Before there was Gaga or Taylor, before pussy hats or Beyoncé’s “girls in formation,” there was an epic all-female music festival created by women fed up with sexism in the music industry: Lilith Fair. This summer, in honor of the festival’s twentieth anniversary, we’re exploring the history and legacy of the festival, and why the fight for equality in the industry continues today. Read the oral history of Lilith—as told by the women who lived it—and more here.
When it comes to singer-songwriters of the ’90s, Sheryl Crow was a pioneer in many ways. Her 1993 breakout album, Tuesday Night Music Club, topped the charts and made her name synonymous with empowering pop anthems (“All I Wanna Do”) and power ballads (“Strong Enough”). Then, in 1997 — alongside Sarah McLachlan, Fiona Apple, and Liz Phair — Crow was one of the headliners for the first Lilith Fair. The experience was a positive one: Crow joined the touring festival for each of the three years in the nineties and returned to play the 2010 revival tour as well. “The fun thing about the festival was that it redefined what all of radio and promoters believed about female touring,” Crow explains. “It immediately sold out everywhere, so it was a big success.”
In the years since Lilith, she’s taken the time to experiment with her sound, dabbling in country-tinged pop and wholly in the genre as well. But, in a departure from her last country record Feels Like Home, Crow found herself rekindling her relationship with her self-assured nineties pop aesthetic on Be Myself (released in April). The result is a long overdue return to what Crow does best.
So for the twentieth anniversary of Lilith Fair, we caught up with Crow about why she’d disguise herself at the festival, what it took to prove women deserved equal footing on the radio and at festivals, and how she made a record during our current political climate. Read on.

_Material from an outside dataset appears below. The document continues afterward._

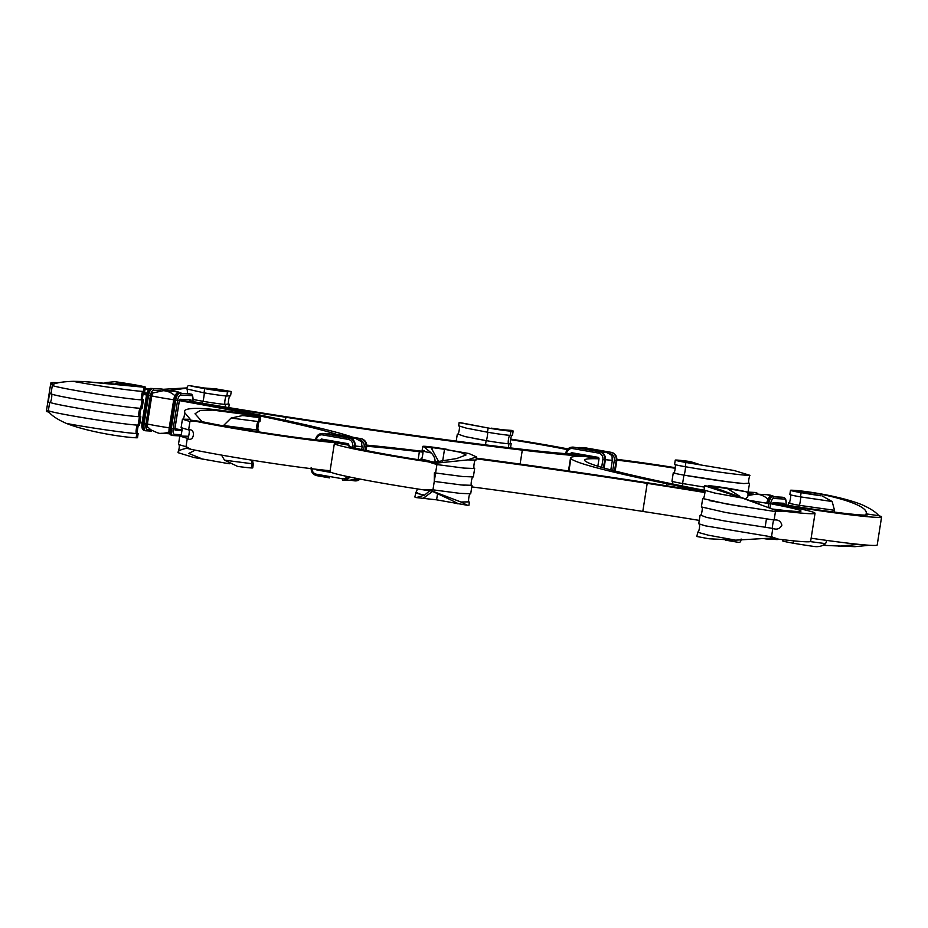 <?xml version="1.0" encoding="UTF-8"?>
<svg xmlns="http://www.w3.org/2000/svg" width="928" height="928" viewBox="0 0 928 928"><rect width="100%" height="100%" fill="white"/><g stroke="black" fill="none" stroke-linecap="round" stroke-linejoin="round"><path stroke-width="1.39" d="M771.481 536.848L772.595 536.987L771.493 536.848L770.704 538.124L778.546 539.168L771.493 536.848L772.804 528.426C776.771 529.958 779.798 528.902 781.863 525.248C780.935 521.258 778.36 519.518 774.126 520.005L775.448 511.583L782.942 511.096A86.652 3.631 8.9 0 0 815.039 513.265A86.652 3.631 8.9 0 0 772.641 503.44M742.249 498.046L704.688 485.785L704.016 490.077L714.769 493.046L742.214 498.046L775.1 510.052L775.448 511.583L727.146 504.101L702.693 498.498L701.382 506.92L725.882 512.534L774.126 520.005C773.465 518.311 771.667 529.726 772.804 528.426L724.513 520.944L706.614 517.406L700.617 515.133M778.093 539.11A1.427 1.311 93.1 0 1 777.049 539.574L778.534 539.168A86.652 3.631 8.9 0 0 810.643 541.337L815.039 513.265M775.1 510.052L782.942 511.096M772.467 509.043A72.442 3.028 8.9 0 0 800.992 511.061A72.442 3.028 8.9 0 0 771.992 504.043M700.06 515.342L698.738 523.763L705.303 525.828L771.493 536.848M770.704 538.124L735.602 540.154L709.038 538.774L696.754 536.477L697.972 531.976M735.602 540.154L708.145 535.154L697.427 532.185M741.112 539.017C740.996 541.859 739.871 542.926 737.737 542.219M735.452 540.154L709.038 538.774M704.688 485.785L716.184 487.026L712.75 486.991L759.417 504.09M739.245 495.923L727.366 488.557L745.648 491.689A28.443 1.195 8.9 0 0 731.241 488.836A17.62 0.742 8.9 0 0 708.424 485.669M745.648 491.689C747.829 492.06 748.513 493.8 747.701 496.909L746.124 498.545M747.91 495.854L747.701 496.909L747.91 495.854M699.271 520.399A253.124 10.602 8.9 0 0 642.802 511.421A378.763 15.857 8.9 0 0 471.784 486.898M704.944 492.536A253.124 10.602 8.9 0 0 647.199 483.349A378.763 15.857 8.9 0 0 476.18 458.826M422.913 452.133A378.763 15.857 8.9 0 0 419.375 451.716L418.122 459.662M704.909 491.921A267.345 11.194 8.9 0 0 646.48 482.63A392.985 16.46 8.9 0 0 476.284 458.142M422.716 451.321A392.985 16.46 8.9 0 0 410.095 449.813A267.345 11.194 -171.1 0 0 366.699 445.127M766.435 518.972L765.113 527.394M727.366 488.557L716.184 487.026M725.464 540.131L730.487 540.224M467.526 459.894L476.482 456.901L475.983 460.079L467.608 459.905L436.926 463.095L436.914 464.568L463.93 468.095L474.66 468.501L473.338 476.922L462.631 476.516L435.592 472.99L434.269 481.412L461.286 484.938L472.027 485.344L470.705 493.766L459.998 493.371L432.958 489.833L432.529 491.167L423.876 489.914L432.958 489.833L434.269 481.412L434.385 472.816L435.592 472.99L436.914 464.568L428.272 461.842A86.652 3.631 -171.1 0 1 334.37 443.48A86.652 3.631 -171.1 0 1 336.377 443.027M423.876 489.914A86.652 3.631 -171.1 0 1 329.974 471.552L334.37 443.48M349.346 445.347A72.442 3.028 -171.1 0 0 348.418 445.684A72.442 3.028 -171.1 0 0 434.316 462.132L436.926 463.095L428.272 461.842M432.274 461.831L421.208 458.919M432.529 491.167L461.019 502.025L468.976 501.851M461.019 502.025L467.526 505.308L436.589 499.832L437.564 493.638M429.722 490.75L424.653 495.076C415.663 493.278 413.354 492.466 417.716 492.629M424.653 495.076L416.324 497.582A28.443 1.195 -171.1 0 1 414.851 496.956L415.93 492.606M436.589 499.832L416.324 497.582M431.856 491.063L450.904 499.948L458.386 503.765L457.098 503.73M476.482 456.901L468.918 453.514L444.512 449.303L460.566 452.319L466.018 454.975L456.785 458.502L434.316 462.132M438.654 461.645L431.172 447.853L433.005 447.679L424.235 447.052A28.443 1.195 -171.1 0 1 422.762 446.426A28.443 1.195 -171.1 0 1 424.966 446.31A17.62 0.742 -171.1 0 1 447.783 449.477M424.316 450.521C419.966 450.358 422.275 451.17 431.253 452.957L431.265 452.968M424.235 447.052L431.253 452.957C434.084 455.892 435.336 459.012 435.012 462.341M366.699 446.264A253.124 10.602 -171.1 0 1 419.375 451.716M442.656 461.112L444.512 449.303L433.005 447.679M423.307 498.174L432.622 491.411M878.839 515.724L866.102 513.845C870.22 502.964 808.856 490.46 799.634 491.585L791.862 490.228C802.221 490.471 838.819 495.587 861.578 504.565C870.186 508.358 875.939 512.082 878.839 515.724L881.194 516.455A86.652 3.631 -171.1 0 1 881.6 516.908A86.652 3.631 -171.1 0 1 772.688 503.394M881.6 516.908L877.204 544.98A86.652 3.631 -171.1 0 1 811.13 538.205M865.905 515.086L866.102 513.845A72.442 3.028 -171.1 0 1 867.552 514.704A72.442 3.028 -171.1 0 1 784.485 504.728M821.048 495.807L804.425 492.838L821.048 495.807A28.443 1.195 -171.1 0 1 801.142 492.664A17.62 0.742 -171.1 0 1 790.494 490.297L789.844 494.508A17.62 0.742 8.9 0 0 800.481 496.874L832.149 501.526L834.527 510.307L799.159 505.296A17.62 0.742 -171.1 0 1 788.522 502.941A17.62 0.742 -171.1 0 1 788.881 502.848M834.527 510.307L834.527 512.105M869.443 545.27L854.966 546.673L822.985 545.328M826.894 540.432L825.56 543.634L810.237 541.604M825.56 543.634C822.231 546.29 818.09 547.195 813.137 546.337A28.443 1.195 -171.1 0 1 793.231 543.193A17.62 0.742 -171.1 0 1 782.582 540.838L782.768 539.667M858.771 544.353L838.32 546.256M822.231 495.993L832.149 501.526M790.494 490.297A17.62 0.742 -171.1 0 1 791.862 490.228M704.793 491.179A267.345 11.194 -171.1 0 1 666.977 483.755A392.985 16.46 -171.1 0 1 570.871 458.594A267.345 11.194 8.9 0 1 570.534 457.887A267.345 11.194 8.9 0 1 585.696 456.541M704.201 490.297A253.124 10.602 -171.1 0 1 677.533 485.008A378.763 15.857 -171.1 0 1 584.907 460.752A253.124 10.602 8.9 0 1 584.582 460.079A253.124 10.602 8.9 0 1 598.305 458.792M799.588 491.875L803.845 492.733M675.468 467.712A86.652 3.631 8.9 0 0 616.923 459.36M675.41 468.315A72.442 3.028 8.9 0 0 616.876 460.172M749.058 483.152L743.769 483.569L728.294 481.876L683.924 475.124L682.614 483.546L704.48 487.119M748.014 492.084L749.534 483.523M682.718 486.063L682.625 483.546A17.62 0.742 -171.1 0 1 671.965 481.18L673.287 472.758A17.62 0.742 8.9 0 0 683.924 475.124C707.832 479.208 727.274 481.98 742.272 483.453M683.924 475.124C684.342 476.656 686.128 465.241 685.247 466.703C711.544 471.331 745.37 475.832 749.952 475.333L734.094 470.496L685.908 462.48L685.247 466.703A17.62 0.742 -171.1 0 1 674.598 464.336L675.259 460.126A17.62 0.742 8.9 0 0 685.908 462.48L734.094 470.496M749.766 475.345L749.534 476.366C748.455 480.368 748.328 482.664 749.14 483.233L749.14 483.233M694.098 463.478L684.168 461.402L690.374 461.587A28.443 1.195 8.9 0 0 676.628 460.056A17.62 0.742 8.9 0 0 675.259 460.126M690.374 461.587L698.714 464.22M684.168 461.402L689.179 462.666M47.896 410.559L49.161 412.276L46.806 411.545L48.349 410.721L49.671 402.3C47.258 404.852 49.66 389.656 50.994 393.878L52.316 385.456L51.202 383.461A86.652 3.631 -171.1 0 1 50.796 383.02A86.652 3.631 -171.1 0 1 58.557 382.73M51.086 393.901L50.994 393.878C52.861 392.625 51.075 404.04 49.671 402.3C56.144 405.211 124.456 416.185 139.432 416.718L138.11 425.14C123.064 424.595 54.764 413.621 48.349 410.721M143.04 393.808A86.652 3.631 -171.1 0 1 146.543 394.365M46.806 411.545A86.652 3.631 -171.1 0 1 46.4 411.092L50.796 383.02M139.85 422.681A72.442 3.028 -171.1 0 1 142.03 423.029M72.987 381.315L83.671 381.524L144.049 387.231L143.388 391.442C133.087 391.001 96.094 385.665 73.01 381.327C63.765 381.628 57.281 382.591 53.557 384.204L51.202 383.461M142.889 394.388A72.442 3.028 -171.1 0 1 146.427 394.957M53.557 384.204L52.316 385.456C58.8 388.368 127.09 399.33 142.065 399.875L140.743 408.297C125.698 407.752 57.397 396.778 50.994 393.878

You were among some of the first artists to play Lilith Fair. What made you excited to play the festival?
When you’re a touring artist you don’t ever get to see anyone else play. One of the things that made me so excited about it was the fact that I was not only going to get to see people I wanted to see play, but getting to build a relationship with the people during the summer.
Did you have any reservations about playing Lilith?
I didn’t really have any reservations. For one thing, the women who were on that tour were super, strong females, and all of them doing well in their own rights. The fun thing about the festival was that it redefined what all of radio and promoters believed about female touring. It immediately sold out everywhere, so it was a big success. The fact that you could have Chrissie Hynde and the Misfits all on one bill — it just doesn’t get better than that.
Tell me about your experience playing Lilith in front of a mostly female audience. How did it compare to other big performances you’ve done?
It wasn’t always mostly females. I mean, you would be surprised how many guys were there, too. A lot of women coming with husbands or boyfriends, but also bringing their daughters or their family. It really wasn’t just all women.
What are your most vivid memories of things that happened both on and off stage?
I used to go out in the front and watch other bands. Chrissie Hynde and I would put on these hats that had wigs attached to them and go sit out front and no one would recognize us. That’s one really fun memory. Another was Sarah McLachlan going out and flashing Chrissie Hynde. You think of Sarah typically as being soft, but she’s an awesome street-wise tough chick who happens to be wildly talented.
How would you describe Lilith Fair’s feminism? Would it hold up today?
I think it would hold up today. I think the brand of feminism was a little different at that point; female artists can be competitive with an all-male artist bill, and we definitely proved that to be true. From that standpoint that was a major draw. But the other thing is that some of the best musicians, and some of the best artists that were on the radio, were also on that bill. It was the tour of the summer.
Do you think there’s a place for a festival like Lilith Fair in today’s music space? Or are women’s needs in the music world just too different today?
I guess—it’s almost irrelevant now whether it’s all female, all male, or a mixture of [genders]. I think we’re sort of at a point now where we’ve proven that it doesn’t matter how many females are on a ticket, that you can still have a successful summer run.
You have a new record out called Be Myself. Is there a theme behind the album?
With regards to making this record, there are just so many things that are floating around all of us in the ether. It’s a great time to be an artist if you’re willing to write about those things. I think it’s pretty liberating. Being my age and having the opportunity to write music for grown ups, I would say there’s nothing on this record that is blatantly trying to get played on pop radio.
Where can we see you be the most political on this record, and where does that shine through specifically?
Well, while we were making the record, the presidential campaign was in full glory, for lack of a better word. It was before the nominations [for presidency] were announced. There was a lot of vitriol, a lot of fear and pain in the ether; it was really hard to get away from it. I found that I was constantly trying to get my kids from turning the TV on or hearing something that I didn’t think their little ears should hear. That’s a terrible place to be — as a songwriter, whatever was happening in the reality of my day would come in with me into the studio. It was a very interesting way to make a record.
How did you come up with the title Be Myself?
It’s just a song [on the album]. It’s indicative of a lot of things that are on the record: this idea that we’re constantly trying to recreate who we are in the eye of what’s popular according to social media, the intrusion of technology, and whether that’s a good place or a bad place. It spins a reality. The song actually says, “If I can’t be someone else, I may as well be myself.” That would be the consolation prize. It’s a little satirical, and maybe along the dark side, but it’s a reality. It’s also a fun pop song, and it points out some of the absurdities of life. It just felt like that was a good title.
How do you feel like you’ve evolved as a songwriter over the past 20 years?
I hope I’ve become a better songwriter. You know, it’s a little bit like sports: Hopefully the more you do it, the better you get at it. You finely tune those muscles, and you’re aware of what works and what doesn’t. I hope I’ve gotten to be a stronger songwriter, a stronger producer, a stronger musician over the years. I really enjoy my line of work, and I feel really lucky that I’m still enjoying it after 25 or 30 years. And I still feel like I have a lot to say — in fact, probably more now than I have in years, just by virtue of the fact that my life is so different than when I started out. It’s a whole new chapter.